* **Exercise brief**: Please return every line in the following data that includes the string "length".

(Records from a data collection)
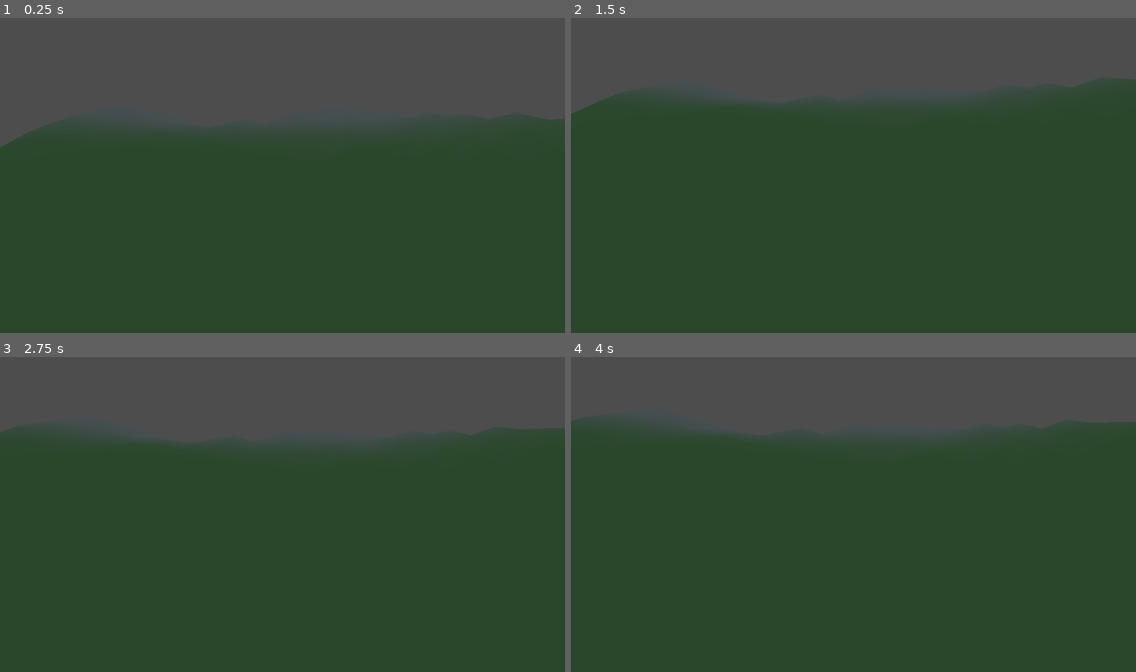
Above: before the commit, frames 1-4 (two rows, left to right).
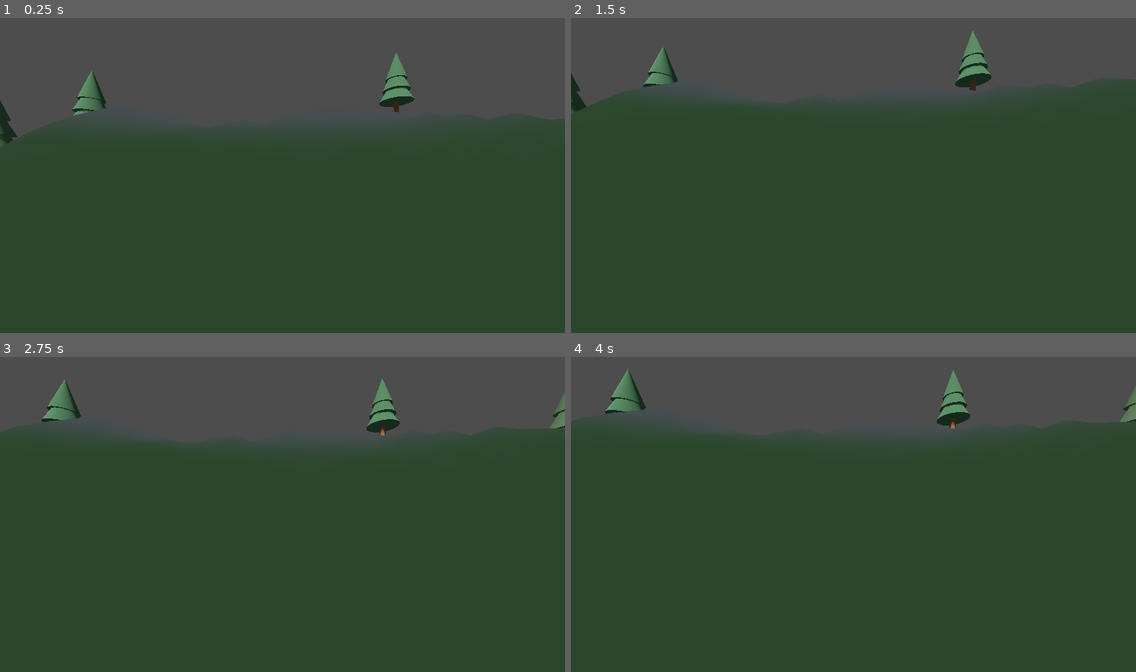
Above: after the commit, the same moments.

Repository: noval000/survival
Game: Godot game, scene res://scenes/Main.tscn
Same seed, same stepped clock (60 frames per second), same inputs: the game is played once before the commit and once after it.
Inputs (mouse positions are in pixels of both pictures, inside the frame that each line leads up to):
- Up to frame 1 (0.25 s): no input
- Up to frame 2 (1.5 s): move the mouse to (881, 172) at 0.52 s; hold Shift (sprint) 0.53-1.28 s; hold W (move_forward) from 0.53 s (still down); tap Space (jump) at 0.77 s; tap Enter at 1.25 s; move the mouse to (825, 175) at 1.27 s; tap Shift (sprint) at 1.35 s
- Up to frame 3 (2.75 s): keep holding W (move_forward); tap Space (jump) at 1.52, 2 s; move the mouse to (293, 508) at 2.02 s; hold Shift (sprint) from 2.03 s (still down)
- Up to frame 4 (4 s): keep holding W (move_forward); tap Enter at 2.75 s; move the mouse to (847, 517) at 2.77 s; release Shift (sprint) at 2.78 s; tap Shift (sprint) at 2.85 s; tap Space (jump) at 3.02, 3.5, 3.77 s; move the mouse to (893, 517) at 3.52 s; hold Shift (sprint) from 3.53 s (still down)

The runs differ from the first frame. In frame 1, 1.2% of the frame differs, in the area x 0-83%, y 10-41%; in frame 2, 1.2%; in frame 3, 1.2%; in frame 4, 1.2%, in the area x 6-100%, y 3-23%.

Commit message:
Populate Godot island with trees and rocks even without Meshy assets; add physics colliders

Diff:
--- a/godot/scripts/IslandWorld.gd
+++ b/godot/scripts/IslandWorld.gd
@@ -24,6 +24,7 @@
     create_terrain()
     create_water()
     create_vegetation()
+    create_rocks()
 
 func height_at(x: float, z: float) -> float:
     var r := Vector2(x, z).length()
@@ -87,35 +88,115 @@
     water.material_override = material
     add_child(water)
 
+# Reuse one imported GLB resource per tree type instead of reloading on each spawn.
+# Procedural trees are an intentionally lightweight fallback when heavy Meshy
+# assets are absent or disabled due to editor crashes.
+var model_cache: Dictionary = {}
+
 func create_vegetation() -> void:
     var rng := RandomNumberGenerator.new()
     rng.seed = 77531
-    for i in range(65):
-        var x := rng.randf_range(-61.0, 61.0)
-        var z := rng.randf_range(-61.0, 61.0)
-        var distance := Vector2(x, z).length()
-        if distance < 19.0 or distance > 58.0:
+    for i in range(90):
+        var x: float = rng.randf_range(-61.0, 61.0)
+        var z: float = rng.randf_range(-61.0, 61.0)
+        var distance: float = Vector2(x, z).length()
+        if distance < 18.0 or distance > 59.0:
             continue
-        var kind := "pine" if rng.randf() < 0.6 else "spruce"
-        var tree := instantiate_model(kind)
+        var kind: String = "pine" if rng.randf() < 0.6 else "spruce"
+        var tree: Node3D = instantiate_model(kind)
         if tree == null:
-            continue
-        tree.position = Vector3(x, height_at(x, z) - 0.15, z)
+            tree = make_fallback_tree(rng)
+        tree.position = Vector3(x, height_at(x, z) - 0.12, z)
         tree.rotation.y = rng.randf_range(0.0, TAU)
-        tree.scale = Vector3.ONE * rng.randf_range(3.0, 5.0)
         add_child(tree)
     for point in [Vector2(-38.0, -34.0), Vector2(41.0, -38.0)]:
-        var mountain := instantiate_model("mountain")
+        var mountain: Node3D = instantiate_model("mountain")
         if mountain != null:
             mountain.position = Vector3(point.x, height_at(point.x, point.y) - 1.0, point.y)
             mountain.scale = Vector3.ONE * 9.0
             add_child(mountain)
 
+func make_fallback_tree(rng: RandomNumberGenerator) -> Node3D:
+    var root := Node3D.new()
+    root.name = "Pine"
+    var trunk_height: float = rng.randf_range(3.8, 5.8)
+    var trunk_mesh := CylinderMesh.new()
+    trunk_mesh.top_radius = 0.16
+    trunk_mesh.bottom_radius = 0.28
+    trunk_mesh.height = trunk_height
+    var bark := StandardMaterial3D.new()
+    bark.albedo_color = Color(0.31, 0.21, 0.13)
+    bark.roughness = 1.0
+    var trunk := MeshInstance3D.new()
+    trunk.mesh = trunk_mesh
+    trunk.material_override = bark
+    trunk.position.y = trunk_height * 0.5
+    root.add_child(trunk)
+    var needles := StandardMaterial3D.new()
+    needles.albedo_color = Color(0.13 + rng.randf_range(0.0, 0.07), 0.24, 0.16)
+    needles.roughness = 1.0
+    for level in range(3):
+        var crown_mesh := CylinderMesh.new()
+        crown_mesh.top_radius = 0.0
+        crown_mesh.bottom_radius = 1.5 - float(level) * 0.28
+        crown_mesh.height = 2.7
+        var crown := MeshInstance3D.new()
+        crown.mesh = crown_mesh
+        crown.material_override = needles
+        crown.position.y = trunk_height * 0.52 + float(level) * 1.08
+        root.add_child(crown)
+    var trunk_body := StaticBody3D.new()
+    var trunk_shape := CollisionShape3D.new()
+    var cylinder := CylinderShape3D.new()
+    cylinder.radius = 0.29
+    cylinder.height = trunk_height
+    trunk_shape.shape = cylinder
+    trunk_shape.position.y = trunk_height * 0.5
+    trunk_body.add_child(trunk_shape)
+    root.add_child(trunk_body)
+    return root
+
+func create_rocks() -> void:
+    var rng := RandomNumberGenerator.new()
+    rng.seed = 14298
+    var rock_material := StandardMaterial3D.new()
+    rock_material.albedo_color = Color(0.37, 0.39, 0.37)
+    rock_material.roughness = 1.0
+    for i in range(75):
+        var x: float = rng.randf_range(-63.0, 63.0)
+        var z: float = rng.randf_range(-63.0, 63.0)
+        var r: float = Vector2(x, z).length()
+        if r < 16.0 or r > 62.0:
+            continue
+        var size: float = rng.randf_range(0.55, 2.2)
+        var mesh := SphereMesh.new()
+        mesh.radius = 1.0
+        mesh.height = 2.0
+        mesh.radial_segments = 8
+        mesh.rings = 4
+        var rock := MeshInstance3D.new()
+        rock.name = "Rock"
+        rock.mesh = mesh
+        rock.material_override = rock_material
+        rock.scale = Vector3(size, size * 0.62, size * 0.85)
+        rock.position = Vector3(x, height_at(x, z) + size * 0.17, z)
+        add_child(rock)
+        var body := StaticBody3D.new()
+        body.position = rock.position
+        var shape := CollisionShape3D.new()
+        var sphere := SphereShape3D.new()
+        sphere.radius = size * 0.7
+        shape.shape = sphere
+        body.add_child(shape)
+        add_child(body)
+
 func instantiate_model(kind: String) -> Node3D:
     var path: String = MODEL_PATHS[kind]
     if not ResourceLoader.exists(path):
         return null
-    var scene := load(path) as PackedScene
+    if not model_cache.has(path):
+        model_cache[path] = load(path) as PackedScene
+    var scene: PackedScene = model_cache[path] as PackedScene
     if scene == null:
         return null
     return scene.instantiate() as Node3D

* **Answer section**:
     var r := Vector2(x, z).length()
-        var distance := Vector2(x, z).length()
+        var distance: float = Vector2(x, z).length()
+        var r: float = Vector2(x, z).length()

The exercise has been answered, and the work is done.